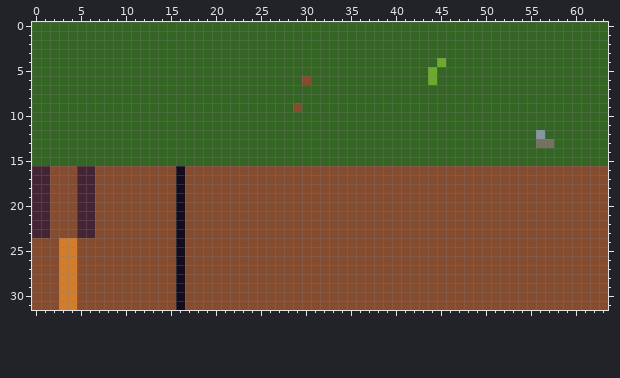
A pixel-art sprite gets an edit: assets/gfx/tiles.png. The picture above is the old version.
The file is 64x32 pixels.
The result:
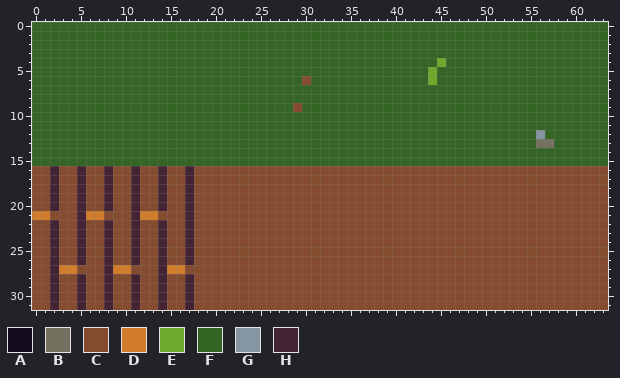
Palette (. is transparent): A #140c1c  B #757161  C #854c30  D #d27d2c  E #6daa2c  F #346524  G #8595a1  H #442434
From old to new:
Changed rows in their new state; - is an unchanged pixel.
first column x 0:
16 CCH---C-H--H--H-CH
17 CCH---C-H--H--H-CH
18 CCH---C-H--H--H-CH
19 CCH---C-H--H--H-CH
20 CCH---C-H--H--H-CH
21 DD----DD---HDD--CH
22 CCH---C-H--H--H-CH
23 CCH---C-H--H--H-CH
24 --HCCH--H--H--H-CH
25 --HCCH--H--H--H-CH
26 --HCCH--H--H--H-CH
27 --H-----HDD---HDD-
28 --HCCH--H--H--H-CH
29 --HCCH--H--H--H-CH
30 --HCCH--H--H--H-CH
31 --HCCH--H--H--H-CH
Pixel boxes of the changes (left, top, right, bottom) in both pictures:
changed: (32, 166, 194, 310)

== Problem statement ==
Everything in the material above should be reproduced exactly, except the pictures.

== Response below ==
A pixel-art sprite gets an edit: assets/gfx/tiles.png. The picture above is the old version.
The file is 64x32 pixels.
The result:
Palette (. is transparent): A #140c1c  B #757161  C #854c30  D #d27d2c  E #6daa2c  F #346524  G #8595a1  H #442434
From old to new:
Changed rows in their new state; - is an unchanged pixel.
first column x 0:
16 CCH---C-H--H--H-CH
17 CCH---C-H--H--H-CH
18 CCH---C-H--H--H-CH
19 CCH---C-H--H--H-CH
20 CCH---C-H--H--H-CH
21 DD----DD---HDD--CH
22 CCH---C-H--H--H-CH
23 CCH---C-H--H--H-CH
24 --HCCH--H--H--H-CH
25 --HCCH--H--H--H-CH
26 --HCCH--H--H--H-CH
27 --H-----HDD---HDD-
28 --HCCH--H--H--H-CH
29 --HCCH--H--H--H-CH
30 --HCCH--H--H--H-CH
31 --HCCH--H--H--H-CH
Pixel boxes of the changes (left, top, right, bottom) in both pictures:
changed: (32, 166, 194, 310)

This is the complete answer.